# "" VERMONT WATER WHEEL"  Taken 5/12/07



## New England Moments (May 22, 2007)

Water Wheel near Guildhall Vermont...









  Same shot another angle with Covered Bridge in Background









 Comments or Critique most welcome 

   Thanks Tom...


----------



## canto_xii (May 22, 2007)

These are very nice.  The first reminds me of something Bob Ross would paint ("happy little photographs") .  In the second, if you had taken a few steps forward and maybe got the fence down a little more out of the way of the mill (if possible) and lost a little of the grass in the foreground, it might have strengthened the (already strong) composition.  Or maybe not!  That's a really minor thing anyway.  The light is pretty high key in both but I think it works and the overall result is very nice.  I think you've probably used a camera before.


----------



## New England Moments (May 22, 2007)

Thanks canto!!   Can see what your saying on #2  but it was quite a steep little hill, and not much water there...  I actually took quite a few of this mill on this shoot...  Was a battle with the tree on right,  but wanted some of it to frame that side and also balance...  but Hey, Thanks for comments and more important, your views!!  and yep, been around awhile.lol...camera in hand since 68 " 69 ""  ohhhh my. old fellow lol..


----------



## EBphotography (May 22, 2007)

I like the first one, the composition is nice. I can almost feel my eyes rolling down the hill and to the water wheel.  The second one doesn't really do anything for me, honestly.  I feel like I want to see the whole wheel.  You have three nice subjects in this shot too, the bridge, the wheel, and the hill with the fence. Too much for me but lots of potential individually.  I hope that makes sense!

Eric.


----------



## New England Moments (May 23, 2007)

Thanks EB..


----------



## gmarquez (May 23, 2007)

I like the composition and the colors of the first one, but it just doesn't "do it" for me.  Both pictures seem very "postcard-y"; nice enough, but a bit formulaic (angle wise), and lacking drama.  But what do I know, I photograph sunsets, talk about formulaic!
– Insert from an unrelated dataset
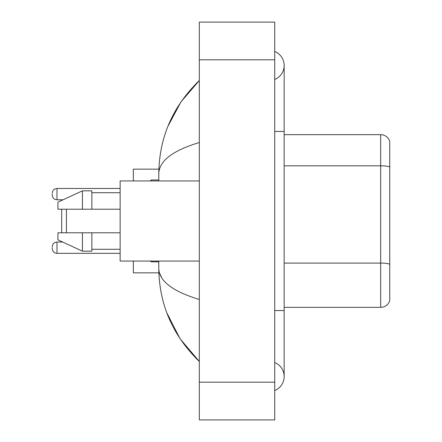 <?xml version="1.0" encoding="UTF-8"?>
<svg xmlns="http://www.w3.org/2000/svg" width="442" height="442" viewBox="0 0 442 442"><rect width="100%" height="100%" fill="white"/><g stroke="black" fill="none" stroke-linecap="round" stroke-linejoin="round"><path stroke-width="0.66" d="M274.731 390.518A15.083 15.083 0 0 0 274.731 362.556A15.083 15.083 0 0 1 274.731 390.518A15.083 15.083 0 0 0 284.156 376.54A15.083 15.083 0 0 1 274.731 390.518M274.731 51.482A15.083 15.083 0 0 1 274.731 79.444A15.083 15.083 0 0 0 274.731 51.482A15.083 15.083 0 0 1 284.156 65.46A15.083 15.083 0 0 0 274.731 51.482M199.32 142.523C172.656 150.562 159.148 160.943 158.783 173.678L158.783 180.938M158.783 261.062L158.783 268.322C159.087 281.013 172.595 291.4 199.32 299.477M199.32 419.9L274.731 419.9L274.731 22.1L199.32 22.1L199.32 419.9M158.783 173.678C159.186 137.429 172.7 106.384 199.32 80.543L181.021 101.804L167.966 126.224M166.822 312.831L180.121 338.854L199.32 361.457C172.7 335.616 159.186 304.571 158.783 268.322M161.612 277.559L159.457 272.847M389.733 141.44A9.426 9.426 0 0 0 380.684 134.655A9.426 9.426 0 0 1 389.733 141.44L389.733 300.56A9.426 9.426 0 0 1 380.684 307.345L284.156 307.345M389.733 166.988L389.733 166.988A9.426 1.635 180 0 0 380.684 165.811L380.684 134.655L284.156 134.655M389.733 167.12L389.733 264.272A9.426 1.635 180 0 0 380.684 263.095L380.684 165.811L284.156 165.811M61.692 209.215L61.692 232.785M61.692 241.592L61.692 242.023M66.405 209.215L66.405 232.785M133.335 261.062L133.335 272.847L158.866 272.847M158.866 169.153L133.335 169.153L133.335 180.938M61.692 199.79L61.692 200.408M199.32 180.938L120.136 180.938L120.136 261.062L199.32 261.062M82.427 209.215L57.919 209.215L57.919 202.149L82.427 190.833L82.427 209.215L120.136 209.215M82.427 190.833L91.859 190.833L91.859 209.215M120.136 232.785L91.859 232.785L91.859 251.167L82.427 251.167L82.427 232.785L57.919 232.785L57.919 239.851L82.427 251.167M57.919 232.785L64.162 232.785M91.859 232.785L82.427 232.785M52.266 247.675L52.266 248.619L52.266 247.675M52.266 194.132L52.266 195.077L52.266 194.132M274.731 310.555L284.156 310.555L284.156 65.46M274.731 131.445L284.156 131.445M199.32 382.192L274.731 382.192M199.32 59.808L274.731 59.808M380.684 307.345L380.684 263.095L284.156 263.095M52.266 246.735C52.57 243.846 54.139 242.277 56.979 242.023L56.979 253.332L120.136 253.332M151.241 261.062L151.241 261.819L158.783 261.819M120.136 188.48L56.979 188.48L56.979 199.79C54.139 199.535 52.57 197.966 52.266 195.077M158.783 179.993L151.241 179.993L151.241 180.938M284.156 310.555L284.156 376.54M199.32 80.543L196.038 83.709M199.32 361.457L196.038 358.291M91.859 192.723L120.136 192.723M91.859 249.277L120.136 249.277M56.979 242.023L62.62 242.023M56.979 253.332C54.139 253.078 52.57 251.509 52.266 248.619M151.241 261.819L150.302 260.874M56.979 199.79L63.029 199.79M56.979 188.48C54.139 188.734 52.57 190.303 52.266 193.193M151.241 179.993L150.302 180.938"/></g></svg>

Again, taking into account that this is not the type of photo I tend to go for, I'd probably get MUCH closer to the mill and take some shots of the textures and colors of the wood of mill itself.  It looks like there are some awesome colors and textures there, and a shot contrasting the colors and textures with the smooth water might make for a very nice photograph.  Shooting the water wheel (assuming it's working) from an interesting angle with an ND filter and a long exposure might be interesting too.


----------



## New England Moments (May 23, 2007)

gmarquez...  hey, lol , thanks for the post cardy look, actually thats what there for, and calendar...  understand your thoughts though...
                    thanks... Tom


----------



## geoffros (May 24, 2007)

really like the first one


----------



## New England Moments (May 24, 2007)

geoffros....  Hey appreciate that!


----------



## butterflygirl (May 24, 2007)

So pretty! I love all the contrasting colors - blue, green, brown, red - they're all in there! Nice job!


----------



## nemesh (May 24, 2007)

Beautiful Pictures!
I liked the first picture-very sharp picture with beautiful colors-great frame.
Keep up,
Nir .B.


----------



## New England Moments (May 24, 2007)

butterflygirl...  Thanks so much for commenting...

nemesh....   Thank  you also...


----------



## NJMAN (May 24, 2007)

I LOVE shots like these Tom!  To me there is nothing wrong with the drama.  You captured the look of old wood on buildings and fences wonderfully.  I would love to see some more shots of this place with closer perspectives.  Excellent color and composition, especially in #2!  :thumbup:  

NJ


----------



## Garrentee (May 25, 2007)

NEM, you know me and vermont landscape...i love it!!!

I like the composition and subject in the firstshot...all together its great!!

The second seems to lose value because the fence is "getting in the way" of the shot...i dont have a suggestion on comp for this one, guess id just have to see it for myself, which could be arranged i guess, lol!!

well done!!
garrentee


----------



## New England Moments (May 25, 2007)

Garrentee,,, lol   I hear ya!  its a hard one to find from where I'm at..
                            Thanks my man!


----------



## New England Moments (May 25, 2007)

NJMAN...  Hey Thanks much, took quite a few of this place,,,


----------



## Orgnoi1 (May 25, 2007)

Definately will have to go for the first one... very pretty and the landscape draws your eyes down to the water wheel... lots of great stuff to shoot in Vermont for sure!


----------



## NJMAN (May 25, 2007)

I like #2 the best because it has a covered bridge in it.  I love covered bridges.  But ya, the mill could use a little more dimension there too.  Can you post some of the covered bridge closeup?  That would be awesome.

NJ


----------